— Видишь ли, мама, — отвечала Маргарита Михайловна, не подозревая, какую работу задала она маминой памяти, — мне пришлось быть свидетелем вот такой сцены…
В кабинете литературы у нас тонкой перегородкой отделена маленькая комнатка. Я провела урок и ушла в эту каморку; ребята уходили. Слышу голос Клары:
— Черемисин… минутку. Скажи… ты все еще сердишься на меня… за то?
— За что «за то»?
— За то, что я тогда в саду, когда вы с Надей целовались… пришла…
Я притихла. Я не могла не слушать. Клара говорила:
— Ты — молчишь. Ты ненавидишь меня, как и другие, я знаю, в связи с отношением к Марго. Может быть, в известной мере вы правы, я это еще не уяснила окончательно. Но сейчас я хочу не об этом…
— Теперь ребята не сердятся, — говорит он, — остывают… Степан говорил: не троньте ее, пусть сама обмозгует. Потребуется — поможем…

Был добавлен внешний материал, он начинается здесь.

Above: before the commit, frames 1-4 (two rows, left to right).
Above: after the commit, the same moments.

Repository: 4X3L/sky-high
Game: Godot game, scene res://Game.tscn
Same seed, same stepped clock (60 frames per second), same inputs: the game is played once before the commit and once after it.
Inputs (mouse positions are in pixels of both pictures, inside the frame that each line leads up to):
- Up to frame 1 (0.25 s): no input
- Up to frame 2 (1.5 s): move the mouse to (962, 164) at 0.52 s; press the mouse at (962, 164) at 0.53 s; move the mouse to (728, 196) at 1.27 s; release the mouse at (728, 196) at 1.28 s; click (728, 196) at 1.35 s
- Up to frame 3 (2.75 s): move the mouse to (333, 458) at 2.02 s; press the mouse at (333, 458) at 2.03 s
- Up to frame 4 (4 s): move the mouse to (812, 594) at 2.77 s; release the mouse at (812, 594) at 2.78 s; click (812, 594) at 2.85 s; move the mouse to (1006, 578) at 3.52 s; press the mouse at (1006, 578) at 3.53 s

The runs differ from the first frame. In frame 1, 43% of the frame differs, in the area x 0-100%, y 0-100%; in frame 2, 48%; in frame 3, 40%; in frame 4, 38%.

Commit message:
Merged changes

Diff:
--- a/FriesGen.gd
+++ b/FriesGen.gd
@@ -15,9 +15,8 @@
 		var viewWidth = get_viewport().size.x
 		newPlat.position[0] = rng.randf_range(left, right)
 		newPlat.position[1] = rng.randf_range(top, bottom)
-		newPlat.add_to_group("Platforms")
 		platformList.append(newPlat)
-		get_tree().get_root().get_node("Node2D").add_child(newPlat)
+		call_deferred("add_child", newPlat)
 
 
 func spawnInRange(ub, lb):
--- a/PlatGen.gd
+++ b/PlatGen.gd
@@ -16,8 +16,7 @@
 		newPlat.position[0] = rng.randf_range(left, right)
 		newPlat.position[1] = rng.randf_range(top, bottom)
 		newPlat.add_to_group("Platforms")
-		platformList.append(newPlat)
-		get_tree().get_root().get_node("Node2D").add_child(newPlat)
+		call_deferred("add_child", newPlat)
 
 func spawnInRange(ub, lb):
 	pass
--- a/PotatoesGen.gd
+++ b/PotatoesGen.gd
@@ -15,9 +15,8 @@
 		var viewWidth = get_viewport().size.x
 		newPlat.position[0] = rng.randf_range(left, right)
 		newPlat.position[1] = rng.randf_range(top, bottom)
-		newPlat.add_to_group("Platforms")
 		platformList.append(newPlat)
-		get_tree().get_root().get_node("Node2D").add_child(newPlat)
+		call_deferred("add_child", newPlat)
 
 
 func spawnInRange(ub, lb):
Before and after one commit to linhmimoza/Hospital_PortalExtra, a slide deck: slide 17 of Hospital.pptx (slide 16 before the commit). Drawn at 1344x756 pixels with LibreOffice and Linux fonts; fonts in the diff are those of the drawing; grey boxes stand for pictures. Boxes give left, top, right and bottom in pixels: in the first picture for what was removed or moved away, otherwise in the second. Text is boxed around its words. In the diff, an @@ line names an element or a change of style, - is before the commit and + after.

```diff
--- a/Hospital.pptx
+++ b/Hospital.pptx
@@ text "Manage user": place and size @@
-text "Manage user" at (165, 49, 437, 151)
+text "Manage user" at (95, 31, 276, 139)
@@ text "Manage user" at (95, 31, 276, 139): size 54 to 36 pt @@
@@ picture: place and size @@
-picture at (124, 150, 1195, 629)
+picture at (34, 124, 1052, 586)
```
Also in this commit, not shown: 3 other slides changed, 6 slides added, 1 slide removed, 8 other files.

— Мне никто не поможет! — сказала Клара; знаешь, мама, как сказала? И с гордостью, и с болью! — Никто! Только один человек. Но он-то больше всех против меня. И меньше всех знает, что у меня в сердце.
— Сердце! У тебя нет сердца. Ты живешь головой.
— Неправда. Ты ничего не знаешь. Ты настолько увлекся Грудцевой, что…
Тут Клара замолкла и, как мне показалось, легонько всхлипнула. А Черемисин сказал:
— Между нами все кончено.
— И в этом вы будете обвинять меня?
— При чем тут ты? Мы… разные, — сказал он. — Я — бычок на веревочке!.. — Он рассмеялся. И вдруг как хлопнет рукой по парте: — Не хочу… Я найду в себе силы, годами буду переделывать себя, всю волю напрягу, а бычком — не хочу!..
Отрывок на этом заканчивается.